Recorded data
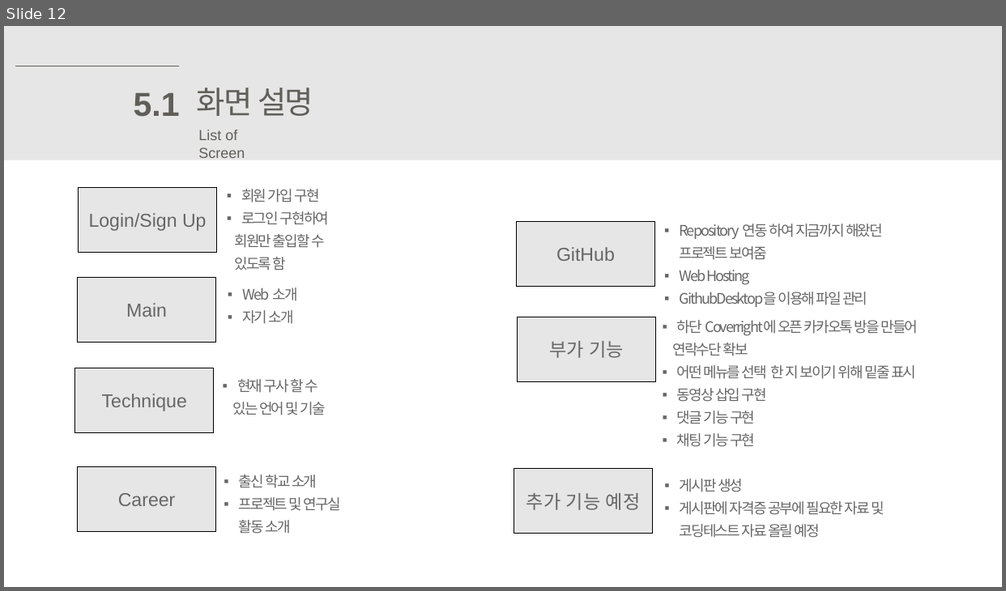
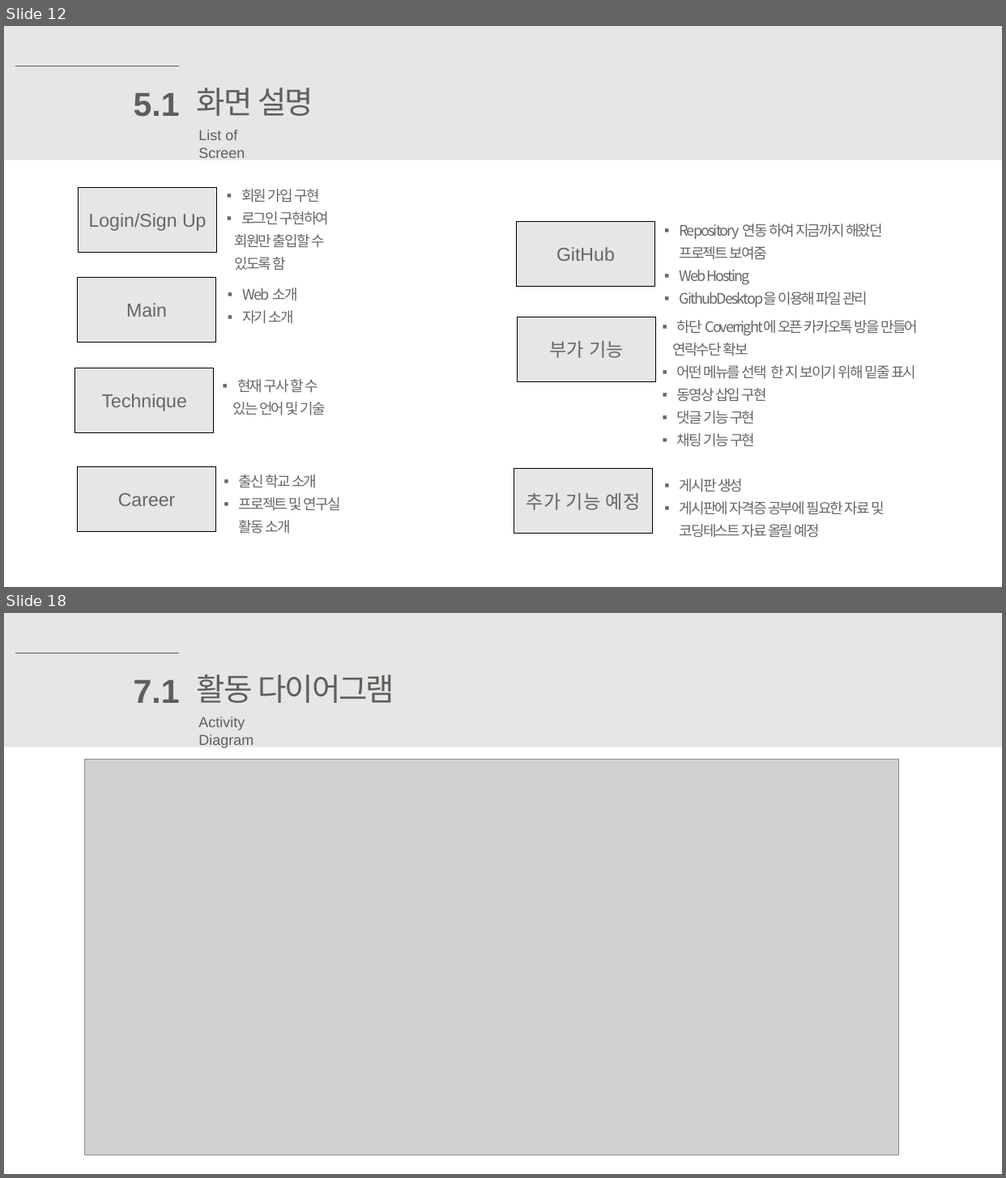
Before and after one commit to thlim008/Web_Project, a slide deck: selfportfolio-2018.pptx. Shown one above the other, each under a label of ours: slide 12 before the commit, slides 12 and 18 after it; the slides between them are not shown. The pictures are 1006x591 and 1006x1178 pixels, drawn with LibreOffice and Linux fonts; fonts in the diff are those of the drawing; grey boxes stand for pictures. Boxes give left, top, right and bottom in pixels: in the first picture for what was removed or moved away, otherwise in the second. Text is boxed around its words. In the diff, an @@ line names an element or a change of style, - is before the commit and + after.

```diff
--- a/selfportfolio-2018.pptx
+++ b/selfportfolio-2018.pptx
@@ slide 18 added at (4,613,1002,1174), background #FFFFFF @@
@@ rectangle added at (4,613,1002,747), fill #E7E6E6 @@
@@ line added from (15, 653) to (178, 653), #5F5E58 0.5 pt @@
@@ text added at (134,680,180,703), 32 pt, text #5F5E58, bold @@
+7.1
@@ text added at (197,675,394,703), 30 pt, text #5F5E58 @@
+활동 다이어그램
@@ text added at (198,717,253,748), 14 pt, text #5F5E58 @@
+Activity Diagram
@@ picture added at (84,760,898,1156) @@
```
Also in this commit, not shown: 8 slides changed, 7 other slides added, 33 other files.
--
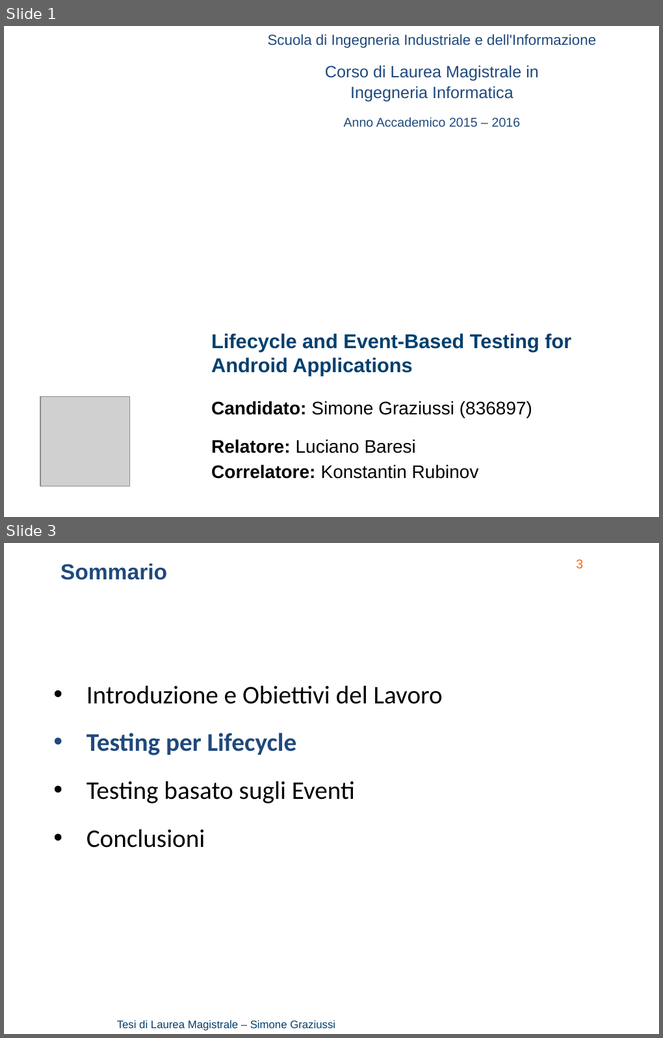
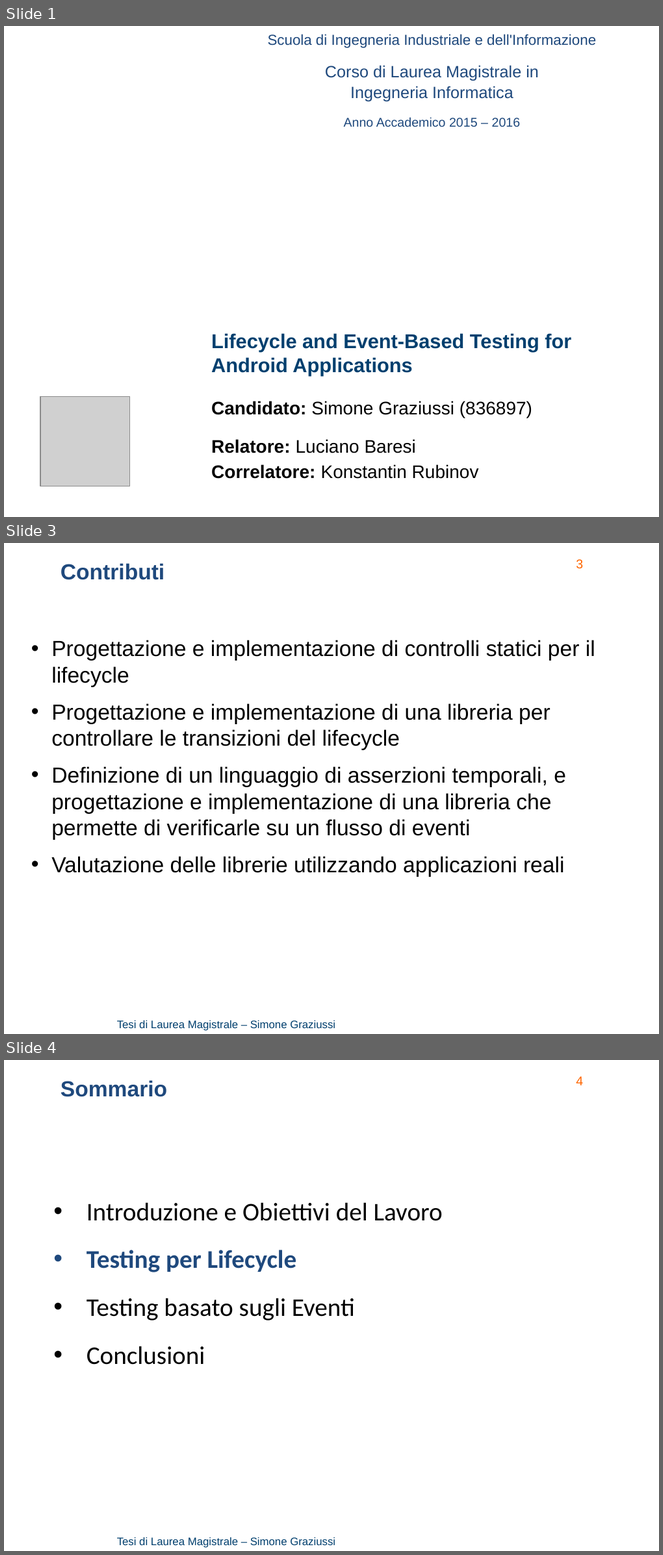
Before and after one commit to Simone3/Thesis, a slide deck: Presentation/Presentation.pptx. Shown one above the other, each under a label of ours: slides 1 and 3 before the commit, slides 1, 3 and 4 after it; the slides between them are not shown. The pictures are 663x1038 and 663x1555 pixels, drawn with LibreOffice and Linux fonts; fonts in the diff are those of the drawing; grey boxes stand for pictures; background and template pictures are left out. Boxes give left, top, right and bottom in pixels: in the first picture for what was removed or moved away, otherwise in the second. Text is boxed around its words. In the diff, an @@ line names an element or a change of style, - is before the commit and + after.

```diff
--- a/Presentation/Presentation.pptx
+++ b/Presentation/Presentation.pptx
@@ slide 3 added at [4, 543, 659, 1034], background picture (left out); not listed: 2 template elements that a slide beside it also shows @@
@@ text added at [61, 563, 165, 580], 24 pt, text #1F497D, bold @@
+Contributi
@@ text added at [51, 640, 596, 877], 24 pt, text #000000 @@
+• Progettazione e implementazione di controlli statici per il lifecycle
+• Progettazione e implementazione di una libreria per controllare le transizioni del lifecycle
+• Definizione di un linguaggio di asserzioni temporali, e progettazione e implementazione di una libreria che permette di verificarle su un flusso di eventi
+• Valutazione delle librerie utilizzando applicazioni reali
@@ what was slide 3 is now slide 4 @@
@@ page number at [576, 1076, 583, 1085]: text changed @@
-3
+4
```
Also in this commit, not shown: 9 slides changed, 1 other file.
---
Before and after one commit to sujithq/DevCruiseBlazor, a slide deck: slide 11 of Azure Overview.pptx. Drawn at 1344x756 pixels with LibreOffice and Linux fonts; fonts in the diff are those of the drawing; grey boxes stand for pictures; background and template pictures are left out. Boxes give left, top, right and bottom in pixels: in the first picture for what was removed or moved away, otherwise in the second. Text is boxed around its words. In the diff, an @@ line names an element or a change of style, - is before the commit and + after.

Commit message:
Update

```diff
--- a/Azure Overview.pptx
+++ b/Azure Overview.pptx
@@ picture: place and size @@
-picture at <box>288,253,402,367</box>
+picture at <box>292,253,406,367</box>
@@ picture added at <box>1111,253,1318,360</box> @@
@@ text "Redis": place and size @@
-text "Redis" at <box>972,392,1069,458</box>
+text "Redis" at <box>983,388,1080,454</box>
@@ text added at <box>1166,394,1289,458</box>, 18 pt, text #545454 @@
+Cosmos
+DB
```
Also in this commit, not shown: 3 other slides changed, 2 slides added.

- Task item
Nothing but a number is needed: the count of lines above that contain "this".

- Written solution
3